There is a thread from a while back that someone from the UK put together describing a discus display with an ingenious mechanism for growing plants hydroponically around the top rim of the tank.



kingborris said:


> *Water*


This is the same general plant growing concept as applied in a planted riparium and the emergent plants here create a pleasing tropical effect, but they reach up and out of the tank and thus don't really interact visually with the things inside of the aquarium in a very convincing way. This system must have outstanding biological filtration.
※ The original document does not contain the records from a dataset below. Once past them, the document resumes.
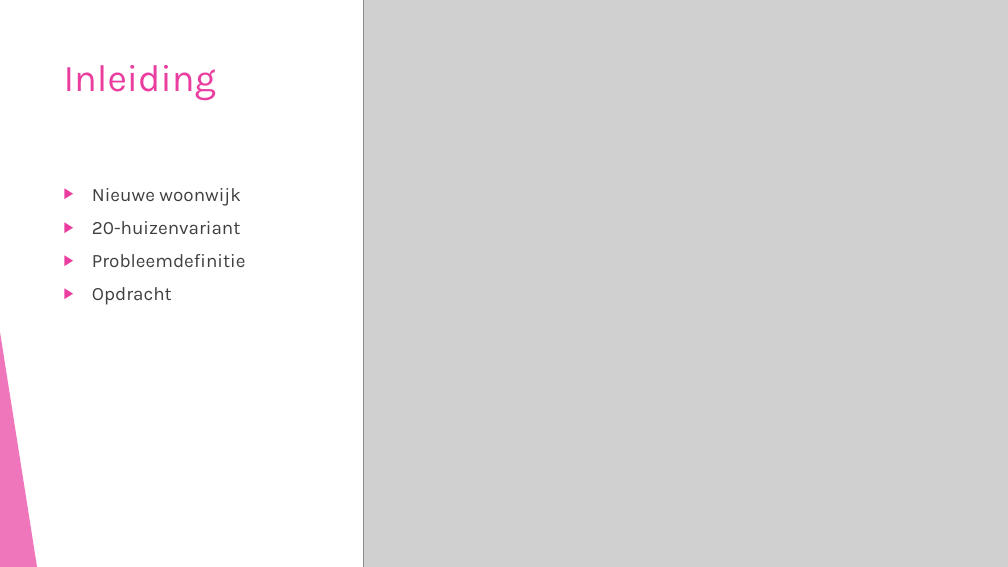
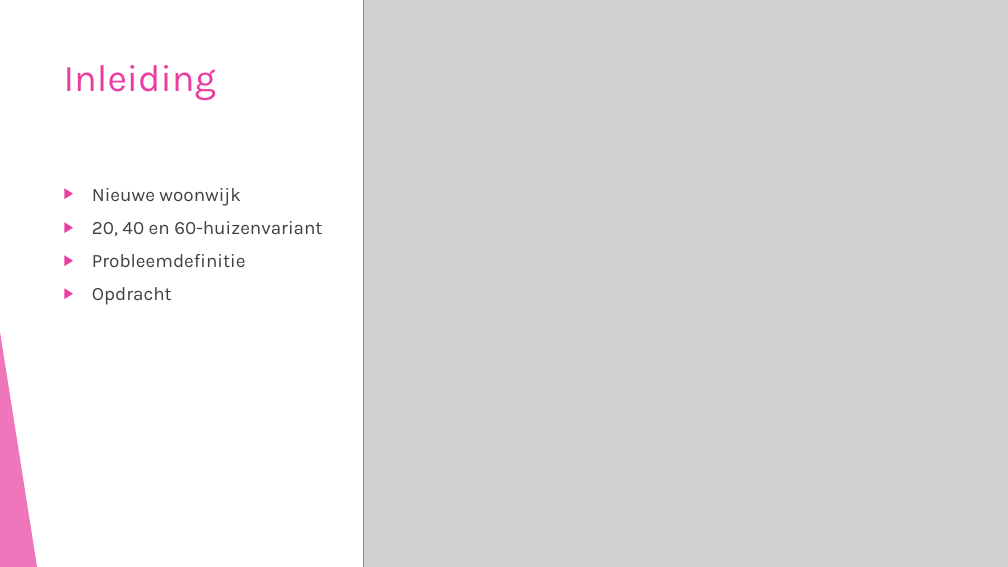
Before and after one commit to corne12345/Lekker-oke-, a slide deck: slide 3 of powerpoints/Amstelhaege PP 3.pptx. Drawn at 1008x567 pixels with LibreOffice and Linux fonts; fonts in the diff are those of the drawing; grey boxes stand for pictures. Boxes give left, top, right and bottom in pixels: in the first picture for what was removed or moved away, otherwise in the second. Text is boxed around its words. In the diff, an @@ line names an element or a change of style, - is before the commit and + after.

```diff
--- a/powerpoints/Amstelhaege PP 3.pptx
+++ b/powerpoints/Amstelhaege PP 3.pptx
@@ text at (92,221,322,236): text changed @@
-▶ 20-huizenvariant
+▶ 20, 40 en 60-huizenvariant
```
Also in this commit, not shown: 3 other slides changed, 1 slide added, 6 other files.

The tallest plants in the 120 that I have set up actually do grow up out of the tank, but are mostly contained within.


----------



## macclellan (Dec 22, 2006)

hydrophyte said:


> Since all of the elements inside of the frame relate to each other in a relative way, with thoughtful and artistic planning and the right plants and substrates one can create a design that seems to fill a much larger space than it really does and express other ideas and feelings. If you take away the aquarium frame (or photograph frame, which usually conforms to the bounds of the tank), it is all reduced to just a little group of plants sitting there, which still might be nice enough, as in a _wabi kusa_ arrangement.


Thanks for the response. By using rimless aquariums, the suggestion is already to get 'beyond' the frame. So, I resist the idea that photography is the best or only art analogy, especially for ripariums which are already more than a 'box of water.' Sculpture or gardens offer better analogies. As an aside, I find the use of analogies in environmental aesthetics (something I've been studying lately) very intriguing. 

I don't see how having plants coming out of the tank "reduces" the composition to a mere group of plants; it's just different. With a rimless tank and clean white wall behind the tank, it seems like a very pleasing composition could be made. Don't get me wrong, I love what I've seen from you so far, and am thinking about doing one, but I might try thinking outside the box, literally. Similar to the pic you just posted, but done a bit more cleanly, and perhaps with Japanese-style spotlight halide(s) flush with the ceiling.


----------



## hydrophyte (Mar 1, 2009)

Well that's just my opinion. I'm sure that one could make something pretty cool like you describe, but I think an effort would have to make it all look as though the emersed part and the underwater area are parts of the same composition. One particular problem that I see is the top front rim of the tank would put a line, just a little bit higher than the waterline, right through the bottom of the emersed foliage. You would also also end up with backgrounds (the wall behind and the tank rear pane) with two different depths, colors, shadows and light reflectivity. 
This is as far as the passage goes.